* _Activity_
Starting at the line containing "centred_block(0, width - 2" and ending at the line containing "the bend edge", print every line of the material below exactly, both ends included, and stop there.

* _Data to use_
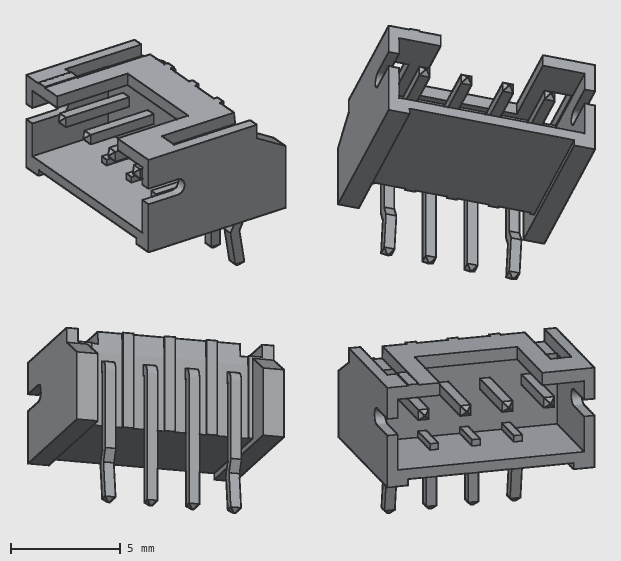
import cadquery as cq


pin_count = 4
pitch = 2.0
pin_size = 0.5
pin_axis_z = 3.1
pin_front_y = 0.5
pin_tail_z = -3.4
pin_rear_y = 6.5
bend_radius = 0.55
tip_length = 0.2
tip_flat = 0.1
kink_start_z = -0.9
kink_peak_z = -1.5
kink_offset = 0.3
tail_end_offset = 0.03

width = 9.9
height = 4.8
body_depth = 6.0
side_wall = 0.5
roof_thickness = 0.6
floor_top_z = 0.8
foot_height = 0.3
foot_width = 1.0
cavity_depth = 4.2

rear_inset = 0.1
rear_draft = 0.1
rear_draft_height = 1.0
rear_recess_width = 7.5
rear_rib_width = 0.5

wing_depth = 7.6
wing_shoulder_z = 3.2
wing_slope_top_z = 4.1

roof_opening_width = 4.9
roof_opening_depth = 3.9
roof_slot_width = 1.0
roof_slot_x = 3.9
roof_slot_front_y = 1.8
strip_width = 0.5
strip_height = 0.05

latch_slot_bottom_z = 2.5
latch_slot_height = 0.8
latch_slot_depth = 2.0

key_width = 0.4
key_height = 0.3
key_front_y = 2.3

half_width = width / 2
ceiling_z = height - roof_thickness
key_top_z = floor_top_z + key_height
wing_inner_x = half_width - foot_width
pin_positions = [(i - (pin_count - 1) / 2) * pitch for i in range(pin_count)]
gap_positions = [x + pitch / 2 for x in pin_positions[:-1]]


def block(x_range, y_range, z_range):
    """Box between the given limits along each axis."""
    size = [high - low for low, high in (x_range, y_range, z_range)]
    corner = (x_range[0], y_range[0], z_range[0])
    return cq.Workplane("XY").box(*size, centered=False).translate(corner)


def centred_block(x, x_size, y_range, z_range):
    """Box centred on x with the given limits along Y and Z."""
    return block((x - x_size / 2, x + x_size / 2), y_range, z_range)


def side_profile(points, x_start, x_size):
    """Closed (Y, Z) outline extruded along +X from x_start."""
    return cq.Workplane("YZ", origin=(x_start, 0, 0)).polyline(points).close().extrude(x_size)


def make_body():
    """Outer housing block with its two rear wings."""
    body = centred_block(0, width, (0, body_depth), (0, height))
    wing_outline = [
        (body_depth, 0),
        (wing_depth, 0),
        (wing_depth, wing_shoulder_z),
        (body_depth, wing_slope_top_z),
    ]
    for x_start in (-half_width, wing_inner_x):
        body = body.union(side_profile(wing_outline, x_start, foot_width))
    return body


def make_rear_recess():
    """Drafted relief of the rear wall, leaving a rib in each gap between pins."""
    recess_y = body_depth - rear_inset
    outline = [
        (body_depth, 0),
        (recess_y, 0),
        (recess_y, height - rear_draft_height),
        (recess_y - rear_draft, height),
        (body_depth, height),
    ]
    recess = side_profile(outline, -rear_recess_width / 2, rear_recess_width)
    for x in gap_positions:
        recess = recess.cut(centred_block(x, rear_rib_width, (0, body_depth), (0, height)))
    return recess


def make_latch_slot():
    """Round-ended slot through both side walls, open at the mating face."""
    radius = latch_slot_height / 2
    centre_y = latch_slot_depth - radius
    top_z = latch_slot_bottom_z + latch_slot_height
    return (
        cq.Workplane("YZ", origin=(-half_width, 0, 0))
        .moveTo(0, latch_slot_bottom_z)
        .lineTo(centre_y, latch_slot_bottom_z)
        .threePointArc((latch_slot_depth, latch_slot_bottom_z + radius), (centre_y, top_z))
        .lineTo(0, top_z)
        .close()
        .extrude(width)
    )


def make_housing():
    """Housing with its cavity, openings, keys and index strip."""
    housing = make_body().cut(make_rear_recess())
    housing = housing.cut(centred_block(0, 2 * wing_inner_x, (0, wing_depth), (0, foot_height)))
    housing = housing.cut(
        centred_block(0, width - 2 * side_wall, (0, cavity_depth), (floor_top_z, ceiling_z))
    )
    housing = housing.cut(make_latch_slot())

    roof = (ceiling_z, height)
    housing = housing.cut(centred_block(0, roof_opening_width, (0, roof_opening_depth), roof))
    for x in (-roof_slot_x, roof_slot_x):
        housing = housing.cut(centred_block(x, roof_slot_width, (roof_slot_front_y, body_depth), roof))

    for x in gap_positions:
        key = centred_block(x, key_width, (key_front_y, cavity_depth), (floor_top_z, key_top_z))
        housing = housing.union(key)

    strip = block(
        (-wing_inner_x, -wing_inner_x + strip_width),
        (0, roof_slot_front_y),
        (ceiling_z, height + strip_height),
    )
    return housing.union(strip)


def make_tip(origin, normal):
    """Tapered pin end growing from a full section at origin along normal."""
    plane = cq.Plane(origin=origin, xDir=(1, 0, 0), normal=normal)
    return (
        cq.Workplane(plane)
        .rect(pin_size, pin_size)
        .workplane(offset=tip_length)
        .rect(tip_flat, tip_flat)
        .loft(ruled=True)
    )


def rounded_bend(bar, x, y, z, radius):
    """Fillet the bend edge that runs along X through the given point."""
    nearest_edge = cq.selectors.NearestToPointSelector((x, y, z))
    return bar.edges(nearest_edge).fillet(radius)


def make_pin(x, kinked):
    """Right-angle pin: contact along Y, rounded bend, then the tail down."""
    x_start = x - pin_size / 2
    top_z = pin_axis_z + pin_size / 2
    bottom_z = pin_axis_z - pin_size / 2
    inner_y = pin_rear_y - pin_size
    contact_y = pin_front_y + tip_length
    tail_z = pin_tail_z + tip_length

    contact = block((x_start, x_start + pin_size), (contact_y, pin_rear_y), (bottom_z, top_z))

    path = [(0, top_z), (0, tail_z)]
    if kinked:
        path = [(0, top_z), (0, kink_start_z), (kink_offset, kink_peak_z), (tail_end_offset, tail_z)]
    front_edge = [(inner_y - shift, z) for shift, z in path]
    rear_edge = [(y + pin_size, z) for y, z in reversed(front_edge)]
    tail = side_profile(front_edge + rear_edge, x_start, pin_size)

    bar = contact.union(tail)
    bar = rounded_bend(bar, x, pin_rear_y, top_z, bend_radius)
    bar = rounded_bend(bar, x, inner_y, bottom_z, bend_radius - pin_size)

    tail_axis_y = front_edge[-1][0] + pin_size / 2
    contact_tip = make_tip((x, contact_y, pin_axis_z), (0, -1, 0))
    tail_tip = make_tip((x, tail_axis_y, tail_z), (0, 0, -1))
    return bar.union(contact_tip).union(tail_tip)


result = make_housing()
for index, pin_x in enumerate(pin_positions):
    is_end_pin = index in (0, pin_count - 1)
    result = result.union(make_pin(pin_x, is_end_pin))

* _Written solution_
        centred_block(0, width - 2 * side_wall, (0, cavity_depth), (floor_top_z, ceiling_z))
    )
    housing = housing.cut(make_latch_slot())

    roof = (ceiling_z, height)
    housing = housing.cut(centred_block(0, roof_opening_width, (0, roof_opening_depth), roof))
    for x in (-roof_slot_x, roof_slot_x):
        housing = housing.cut(centred_block(x, roof_slot_width, (roof_slot_front_y, body_depth), roof))

    for x in gap_positions:
        key = centred_block(x, key_width, (key_front_y, cavity_depth), (floor_top_z, key_top_z))
        housing = housing.union(key)

    strip = block(
        (-wing_inner_x, -wing_inner_x + strip_width),
        (0, roof_slot_front_y),
        (ceiling_z, height + strip_height),
    )
    return housing.union(strip)


def make_tip(origin, normal):
    """Tapered pin end growing from a full section at origin along normal."""
    plane = cq.Plane(origin=origin, xDir=(1, 0, 0), normal=normal)
    return (
        cq.Workplane(plane)
        .rect(pin_size, pin_size)
        .workplane(offset=tip_length)
        .rect(tip_flat, tip_flat)
        .loft(ruled=True)
    )


def rounded_bend(bar, x, y, z, radius):
    """Fillet the bend edge that runs along X through the given point."""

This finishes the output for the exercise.